天野社会保険労務士事務所は大阪府 高槻市の社労士事務所。働き方を見直し、仕事と生活の調和を図る「ワーク・ライフ・バランス」を推進しています。

ワクチンハラスメントにご注意を。

コロナウィルスのワクチン接種がいよいよ本格化してきており、職域接種も始まっています。今までは接種を受けた人の方が少数でしたが、今後は接種が多数派となる見込です。そのときに気をつけたいのが、ワクチンを受けない人への関わり方です。

まず、ワクチン接種は完全に個人の自由であり、企業が従業員に対してワクチン接種を義務づけることはできません。以下のような行為はすでに「ワクチンハラスメント」と呼ばれており、禁止されています。
 ・ワクチン接種を強要する(繰り返し、接種するように説得する)
 ・ワクチンの接種状況を貼り出す(接種していない人をあぶり出す)
 ・ワクチンを接種するまで、休業扱いにする(差別的取り扱い)

感染者を出したくない、積極的に攻めの事業展開をしていきたい、そのためにワクチン接種を進めたい、という企業からの相談も多く寄せられていますが、過度な対応には十分にお気を付けください。

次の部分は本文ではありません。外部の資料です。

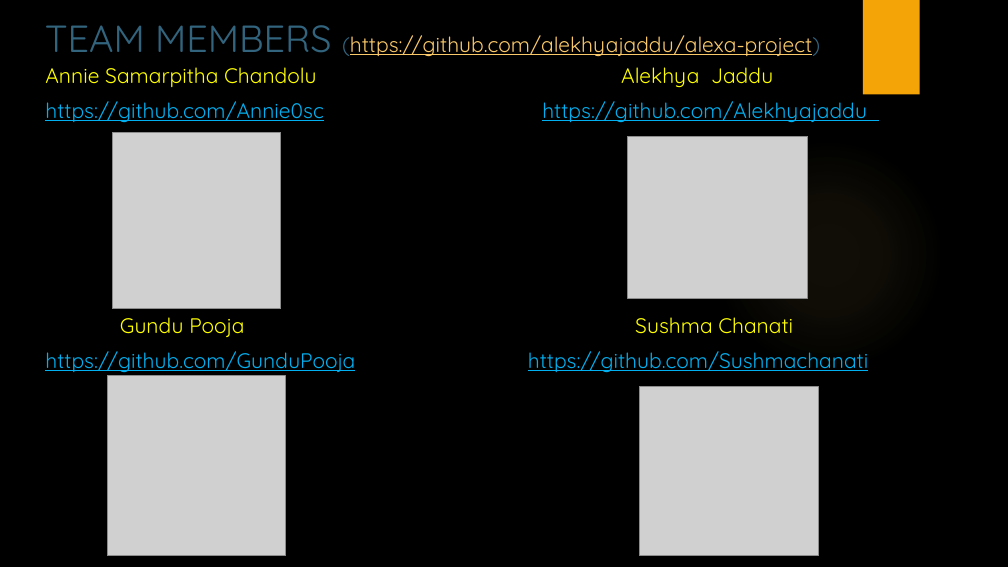
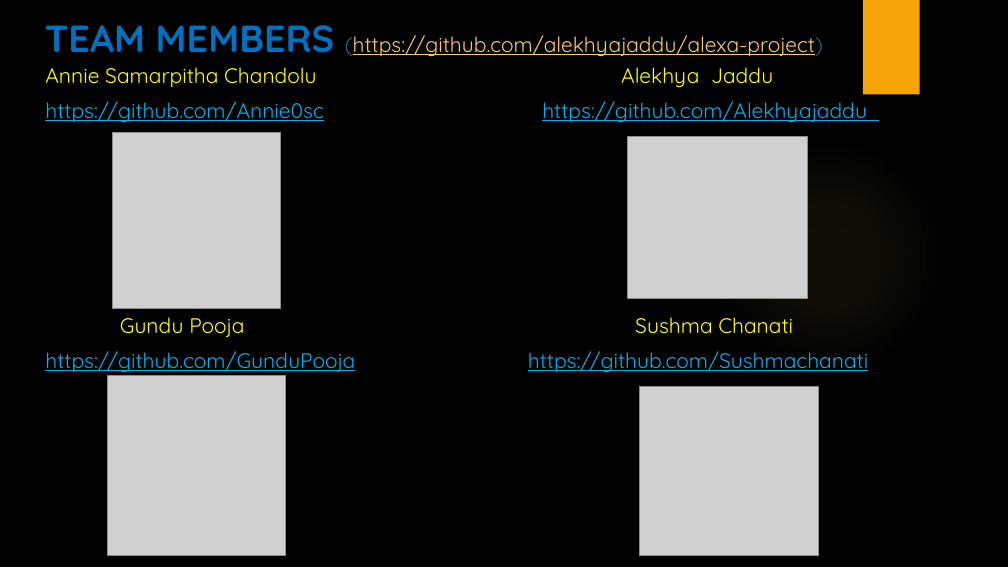
Before and after one commit to alekhyajaddu/alexa-project, a slide deck: slide 2 of Alexa ppt.pptx. Drawn at 1008x567 pixels with LibreOffice and Linux fonts; fonts in the diff are those of the drawing; grey boxes stand for pictures; background and template pictures are left out. Boxes give left, top, right and bottom in pixels: in the first picture for what was removed or moved away, otherwise in the second. Text is boxed around its words. In the diff, an @@ line names an element or a change of style, - is before the commit and + after.

```diff
--- a/Alexa ppt.pptx
+++ b/Alexa ppt.pptx
@@ title "TEAM MEMBERS (https://github.com/alekhyajaddu/alexa-project)" at bbox=[45, 25, 823, 57]: text colour #32647E to #0070C0, bold on in "TEAM MEMBERS" @@
```
Also in this commit, not shown: 15 other slides changed.

また、ワクチン接種に必要な時間の取り扱いを明確にすることが重要です。
ワクチン接種は前述の通り、会社命令で行うことができません。このことは言い換えると、ワクチン接種に必要な時間に対し、賃金を払う義務はありません。しかし、先行して接種が進んでいる大手企業などは「ワクチン接種特別休暇」を設けているなどのニュースが多く流れ、ネット上でもそのような情報が散見されます。それをみた従業員が自社でも当然に「特別休暇」となる(賃金が支払われる)と誤認することも考えられます。

誤解による無用なトラブルを回避するためにも接種当日および翌日の取り扱いについて、明確にしてください。中業企業では、「個人の年次有給休暇で対応する」としているケースが多くなると思われます。

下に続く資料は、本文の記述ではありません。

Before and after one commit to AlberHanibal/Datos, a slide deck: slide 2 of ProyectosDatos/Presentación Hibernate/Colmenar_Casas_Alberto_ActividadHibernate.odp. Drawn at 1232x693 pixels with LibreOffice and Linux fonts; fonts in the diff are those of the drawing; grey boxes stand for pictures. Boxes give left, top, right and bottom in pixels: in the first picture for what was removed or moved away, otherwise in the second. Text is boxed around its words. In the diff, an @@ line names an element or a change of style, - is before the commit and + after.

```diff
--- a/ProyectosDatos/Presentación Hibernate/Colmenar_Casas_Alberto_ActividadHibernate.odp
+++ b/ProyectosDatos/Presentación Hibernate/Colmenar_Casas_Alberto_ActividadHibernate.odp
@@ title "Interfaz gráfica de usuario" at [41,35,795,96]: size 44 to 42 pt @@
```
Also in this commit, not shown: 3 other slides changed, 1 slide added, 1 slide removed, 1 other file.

接種強要はダメですが、ワクチン接種日や接種状況の報告を求めることはOKです。事労務管理のためには接種状況や接種日を把握する「必要性」があります。
よって、接種の意思、接種日を人事(経営者)が把握できるように報告させることは問題ありません。ただし、貼り出す、全員が見られるようにするなどの方法は好ましくありません。個人情報になりますので、取り扱いにお気を付けください。

また、接種の意思を聞く上で、「接種しない場合は、その理由」という項目はNGです。「接種しない」という意思を聞くことは問題ありませんが、理由まで聞かないといけない必要性がありません。意思のみの把握に留めてください。

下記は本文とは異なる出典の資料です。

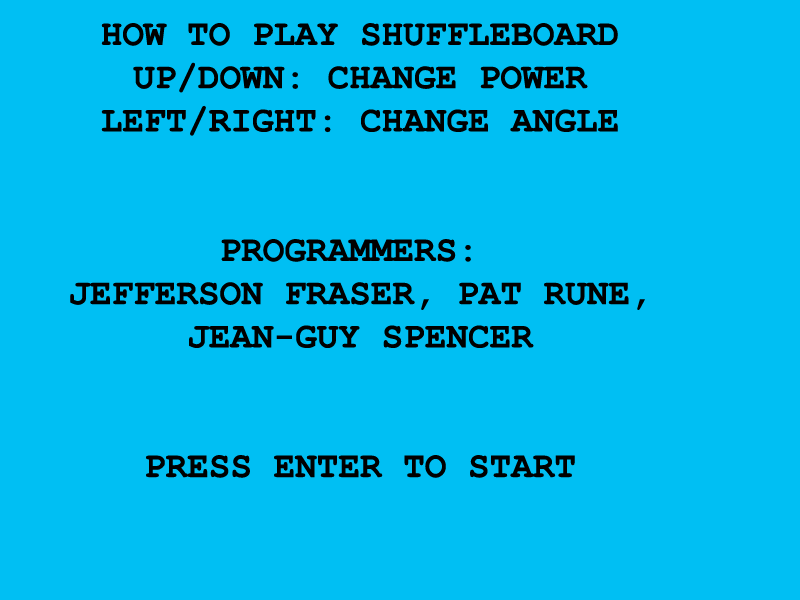
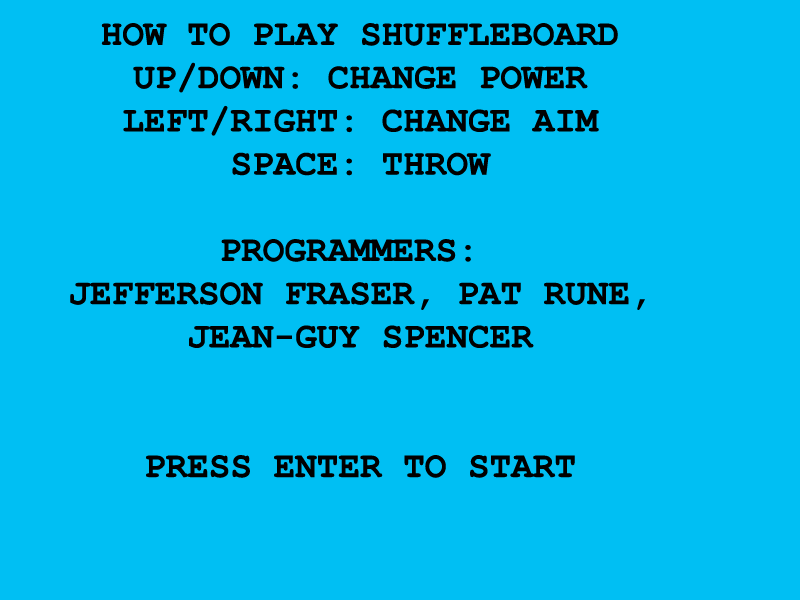
The second 800 x 600 image is a revision of the first. Changes to its layers:
painted on "HOW TO PLAY SHUFFLEBOARD UP/DO" over (101, 105, 618, 176)

その他、従業員同士で接種日が重なると、事業運営に支障がでる恐れもあるため、接種希望日をある程度、会社側が調整することは可能です。そのためにも、まずは接種の意思を確認し、会社側が段取りを付けていくようにしてください。
従業員同士の調整は、接種意思のない人をあぶり出すことにも繋がりかねないため、避けた方が無難です。

ワクチンの入荷状況も不明確なので、今後、どのタイミングで広い世代への接種が進むか分かりませんが、備えはしておきましょう。また、情報が錯綜し、不安を感じている従業員もいらっしゃると思いますので、相談窓口を明確にして、安心して働き、接種について考えられる体制を構築してください。